*** Opening of RECORDS SHOWN ***
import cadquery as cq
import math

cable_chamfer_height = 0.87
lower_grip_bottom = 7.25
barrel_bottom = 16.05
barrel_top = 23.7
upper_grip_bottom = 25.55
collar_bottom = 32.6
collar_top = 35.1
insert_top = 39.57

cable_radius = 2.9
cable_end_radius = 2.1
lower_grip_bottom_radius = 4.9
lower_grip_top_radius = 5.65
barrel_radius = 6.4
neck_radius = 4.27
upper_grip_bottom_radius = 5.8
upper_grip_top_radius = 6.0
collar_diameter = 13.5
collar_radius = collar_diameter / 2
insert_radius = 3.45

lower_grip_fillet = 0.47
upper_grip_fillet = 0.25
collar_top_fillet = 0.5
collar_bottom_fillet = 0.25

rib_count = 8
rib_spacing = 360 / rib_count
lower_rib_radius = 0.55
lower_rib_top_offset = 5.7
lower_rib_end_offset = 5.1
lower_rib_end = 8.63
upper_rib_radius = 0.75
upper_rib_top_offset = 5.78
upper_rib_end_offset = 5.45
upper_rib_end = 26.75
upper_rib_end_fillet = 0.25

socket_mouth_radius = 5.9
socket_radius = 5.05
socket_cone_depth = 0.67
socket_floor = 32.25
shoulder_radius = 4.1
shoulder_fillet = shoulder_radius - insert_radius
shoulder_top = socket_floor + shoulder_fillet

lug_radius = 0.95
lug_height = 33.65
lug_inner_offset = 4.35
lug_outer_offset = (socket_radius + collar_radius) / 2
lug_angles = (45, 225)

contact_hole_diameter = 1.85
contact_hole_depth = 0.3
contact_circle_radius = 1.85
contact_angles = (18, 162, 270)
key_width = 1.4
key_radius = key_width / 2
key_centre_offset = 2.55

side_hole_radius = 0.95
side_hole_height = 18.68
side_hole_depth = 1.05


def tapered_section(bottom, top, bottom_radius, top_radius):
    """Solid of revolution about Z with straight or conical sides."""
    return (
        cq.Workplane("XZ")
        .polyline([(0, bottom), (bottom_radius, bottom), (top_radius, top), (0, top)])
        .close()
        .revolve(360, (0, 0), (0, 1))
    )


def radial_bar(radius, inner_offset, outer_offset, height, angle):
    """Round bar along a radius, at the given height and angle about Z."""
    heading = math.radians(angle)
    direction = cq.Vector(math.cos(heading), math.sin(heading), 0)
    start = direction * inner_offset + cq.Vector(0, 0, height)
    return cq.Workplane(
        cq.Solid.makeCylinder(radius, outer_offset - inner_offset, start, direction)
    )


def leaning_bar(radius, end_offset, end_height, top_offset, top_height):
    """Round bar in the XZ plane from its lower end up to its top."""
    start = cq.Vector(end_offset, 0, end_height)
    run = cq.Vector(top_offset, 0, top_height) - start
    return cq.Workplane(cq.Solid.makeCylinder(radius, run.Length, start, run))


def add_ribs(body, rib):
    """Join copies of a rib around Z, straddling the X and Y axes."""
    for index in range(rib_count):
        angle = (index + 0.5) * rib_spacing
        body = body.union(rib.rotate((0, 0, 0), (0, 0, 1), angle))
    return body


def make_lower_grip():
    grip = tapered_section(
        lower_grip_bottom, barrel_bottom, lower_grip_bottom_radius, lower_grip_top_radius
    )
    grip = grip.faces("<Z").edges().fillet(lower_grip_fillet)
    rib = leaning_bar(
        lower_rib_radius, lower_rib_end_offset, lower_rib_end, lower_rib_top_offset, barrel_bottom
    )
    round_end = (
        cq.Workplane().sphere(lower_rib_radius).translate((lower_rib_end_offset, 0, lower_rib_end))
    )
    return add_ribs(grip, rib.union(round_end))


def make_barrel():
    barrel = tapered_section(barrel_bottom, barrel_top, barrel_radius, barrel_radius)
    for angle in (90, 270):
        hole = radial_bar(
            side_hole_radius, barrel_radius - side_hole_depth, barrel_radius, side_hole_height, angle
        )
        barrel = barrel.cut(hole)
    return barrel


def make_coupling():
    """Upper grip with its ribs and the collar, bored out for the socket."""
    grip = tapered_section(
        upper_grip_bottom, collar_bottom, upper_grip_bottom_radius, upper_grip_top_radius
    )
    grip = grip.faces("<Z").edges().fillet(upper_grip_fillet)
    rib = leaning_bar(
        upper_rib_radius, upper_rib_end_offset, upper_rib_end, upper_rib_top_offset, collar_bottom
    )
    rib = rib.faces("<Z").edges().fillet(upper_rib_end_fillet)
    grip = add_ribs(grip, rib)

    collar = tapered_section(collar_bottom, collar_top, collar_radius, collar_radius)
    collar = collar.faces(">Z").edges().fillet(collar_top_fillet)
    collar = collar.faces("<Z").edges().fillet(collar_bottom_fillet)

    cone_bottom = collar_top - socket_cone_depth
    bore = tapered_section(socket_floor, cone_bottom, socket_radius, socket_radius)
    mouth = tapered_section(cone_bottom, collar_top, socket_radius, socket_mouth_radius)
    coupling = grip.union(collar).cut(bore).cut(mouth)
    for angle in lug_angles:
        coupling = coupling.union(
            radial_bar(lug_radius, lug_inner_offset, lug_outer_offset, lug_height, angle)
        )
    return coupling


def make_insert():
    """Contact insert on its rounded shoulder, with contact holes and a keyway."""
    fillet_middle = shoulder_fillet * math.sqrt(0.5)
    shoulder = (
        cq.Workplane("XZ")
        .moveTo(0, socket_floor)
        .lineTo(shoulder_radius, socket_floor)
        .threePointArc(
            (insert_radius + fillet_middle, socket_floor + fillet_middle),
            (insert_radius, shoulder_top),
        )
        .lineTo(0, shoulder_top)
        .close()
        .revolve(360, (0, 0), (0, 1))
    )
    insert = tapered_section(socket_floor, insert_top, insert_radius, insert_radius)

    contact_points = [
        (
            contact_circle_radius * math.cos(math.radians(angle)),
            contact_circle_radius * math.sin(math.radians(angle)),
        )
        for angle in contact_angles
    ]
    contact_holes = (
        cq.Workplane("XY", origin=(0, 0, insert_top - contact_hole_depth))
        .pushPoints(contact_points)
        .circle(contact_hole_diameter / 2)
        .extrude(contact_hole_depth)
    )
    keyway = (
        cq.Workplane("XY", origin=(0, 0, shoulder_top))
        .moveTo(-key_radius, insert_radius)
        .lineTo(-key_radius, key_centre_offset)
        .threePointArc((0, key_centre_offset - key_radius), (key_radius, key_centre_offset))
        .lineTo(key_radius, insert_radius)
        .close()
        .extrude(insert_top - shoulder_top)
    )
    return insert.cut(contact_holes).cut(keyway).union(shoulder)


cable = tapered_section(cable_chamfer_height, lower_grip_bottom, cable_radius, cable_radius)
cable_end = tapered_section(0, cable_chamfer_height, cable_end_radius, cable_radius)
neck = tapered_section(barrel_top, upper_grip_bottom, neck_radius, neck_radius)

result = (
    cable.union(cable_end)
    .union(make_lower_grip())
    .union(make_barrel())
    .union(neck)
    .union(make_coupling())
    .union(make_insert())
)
*** Close of RECORDS SHOWN ***
TRY IT |
Exactly the lines running from the top of the records to the line that contains "key_radius = key_width / 2", inclusive, must be set down, and nothing more.

TASK SOLUTION |
import cadquery as cq
import math

cable_chamfer_height = 0.87
lower_grip_bottom = 7.25
barrel_bottom = 16.05
barrel_top = 23.7
upper_grip_bottom = 25.55
collar_bottom = 32.6
collar_top = 35.1
insert_top = 39.57

cable_radius = 2.9
cable_end_radius = 2.1
lower_grip_bottom_radius = 4.9
lower_grip_top_radius = 5.65
barrel_radius = 6.4
neck_radius = 4.27
upper_grip_bottom_radius = 5.8
upper_grip_top_radius = 6.0
collar_diameter = 13.5
collar_radius = collar_diameter / 2
insert_radius = 3.45

lower_grip_fillet = 0.47
upper_grip_fillet = 0.25
collar_top_fillet = 0.5
collar_bottom_fillet = 0.25

rib_count = 8
rib_spacing = 360 / rib_count
lower_rib_radius = 0.55
lower_rib_top_offset = 5.7
lower_rib_end_offset = 5.1
lower_rib_end = 8.63
upper_rib_radius = 0.75
upper_rib_top_offset = 5.78
upper_rib_end_offset = 5.45
upper_rib_end = 26.75
upper_rib_end_fillet = 0.25

socket_mouth_radius = 5.9
socket_radius = 5.05
socket_cone_depth = 0.67
socket_floor = 32.25
shoulder_radius = 4.1
shoulder_fillet = shoulder_radius - insert_radius
shoulder_top = socket_floor + shoulder_fillet

lug_radius = 0.95
lug_height = 33.65
lug_inner_offset = 4.35
lug_outer_offset = (socket_radius + collar_radius) / 2
lug_angles = (45, 225)

contact_hole_diameter = 1.85
contact_hole_depth = 0.3
contact_circle_radius = 1.85
contact_angles = (18, 162, 270)
key_width = 1.4
key_radius = key_width / 2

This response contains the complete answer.